S’installant dans la salle, le public découvre sur l’écran, qui constitue une grande part du décor, une citation d’Anne-Marie Beaudoin-Bégin (l’insolente linguiste) : « Le français est, au Québec, le principal vecteur d’identité. Car la langue, c’est beaucoup plus qu’un simple moyen de communication. C’est un outil social et culturel. […] Dénigrer sa propre langue, donc, c’est dénigrer son identité. » Le propos de la pièce, l’insécurité linguistique au Québec, est ainsi affiché. Et dès l’entrée en scène de la comédienne et autrice, le ton est donné : ce ne sera pas triste.
La pièce commence comme une conférence faisant état des recherches effectuées par Klervi Thienpont pour son mémoire de maîtrise portant sur l’oralité de la langue au théâtre. Ce cadre sera rapidement débordé, détourné, telle la langue dans le titre. Plutôt que de suivre un chemin bien tracé, la pièce fera plusieurs détours. Sans jamais se perdre, cependant.
Le plan de la représentation, tant dans son contenu que sa forme, est annoncé par la conférencière qui en quatre points résume ce qu’elle a appris à l’université : « Faire des PowerPoint, du montage son, entrer en dialogue avec des chercheuses et des chercheurs, préciser ma pensée. » Tout cela est mis en œuvre dans (Dé)tourner sa langue par des montages visuels et sonores qui mêlent entrevues et anecdotes. Des poèmes, des karaokés, des saynètes parsèment la trame narrative d’une pièce qui conjugue des capsules linguistiques de Guy Bertand avec Africa chanté par Rose Laurens (« A-fri-ca » devient ici « af-fri-quées », comme le sont, au Québec, les consonnes [dz] ou [ts] devant les i ou les u).

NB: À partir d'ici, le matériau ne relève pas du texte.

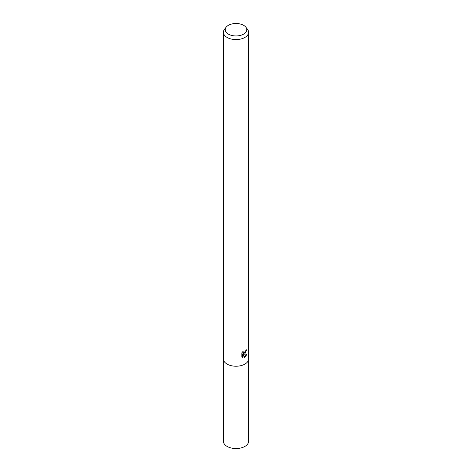 <?xml version="1.0" encoding="UTF-8"?>
<svg xmlns="http://www.w3.org/2000/svg" width="472" height="472" viewBox="0 0 472 472"><rect width="100%" height="100%" fill="white"/><g stroke="black" fill="none" stroke-linecap="round" stroke-linejoin="round"><path stroke-width="0.71" d="M241.859 356.879L241.859 352.82L243.186 351.18L243.009 351.982L243.493 352.944L244.909 352.684L245.953 350.389A12.602 7.275 0 0 0 246.72 349.746L244.909 353.776L243.705 354.23L247.157 354.006L244.909 357.274L244.319 357.522L243.009 354.266L243.009 357.552L241.859 356.873M245.841 27.181L247.505 29.323A12.602 7.275 180 0 1 248.602 32.297A12.602 7.275 180 0 1 244.909 37.441A12.602 7.275 180 0 1 231.18 39.017A12.602 7.275 180 0 1 223.398 32.297A12.602 7.275 180 0 1 224.495 29.323L226.159 27.181A10.779 6.224 180 0 1 228.377 25.323A10.779 6.224 180 0 1 245.841 27.181A10.779 6.224 180 0 1 243.623 34.126A10.779 6.224 180 0 1 229.888 34.845A10.779 6.224 180 0 1 226.159 27.181M244.909 364.101A12.602 7.275 180 0 0 248.602 358.956A12.602 7.275 180 0 1 244.909 364.101A12.602 7.275 180 0 1 231.18 365.676A12.602 7.275 180 0 1 223.398 358.956L223.398 32.297M246.065 350.301L243.139 353.9L243.705 354.23M244.136 357.056L246.408 354.159M242.13 357.115L242.437 357.221L242.437 353.929L243.009 354.266M242.437 357.221L243.009 357.552M243.499 352.944L242.466 351.959M248.602 359.039L248.602 441.267A12.602 7.275 180 0 1 244.909 446.412A12.602 7.275 180 0 1 231.18 447.987A12.602 7.275 180 0 1 223.398 441.267L223.398 359.039M248.602 358.956L248.602 32.297"/></g></svg>

Entre autres amalgames réussis. Petit à petit, de rendez-vous chez la psy aux souvenirs d’enfance parsemés de faux dialogues téléphoniques avec une amie imaginaire, l’actrice-autrice précise sa pensée. « La langue au Québec, c’est politique. Si tu dis bonjour-hi dans un magasin, c’est politique. »
Lisette de Courval et moi
Klervi Thienpont se pose comme sujet de sa pièce. Non seulement comme autrice de ce mémoire qui est à l’origine du spectacle, mais aussi dans diverses postures liées à ses origines (belge et québécoise), à sa pratique (actrice), à sa vie de mère et de citoyenne. Pourtant, rien de narcissique dans cette démarche grâce à une bonne dose d’autodérision, qui permet de saisir la pertinence de ses réflexions.
Pourquoi, sur nos scènes, dès qu’il ne s’agit plus d’interpréter une pièce québécoise, doit-on adopter le français dit normatif ? Celui-ci est-il vraiment parlé quelque part ? Pourquoi ne reconnaissons-nous pas comme une richesse la diversité des accents en français, alors que cette même diversité, qui existe dans toutes les langues, ne gêne pas les locuteurs et locutrices anglophones, hispanophones… ?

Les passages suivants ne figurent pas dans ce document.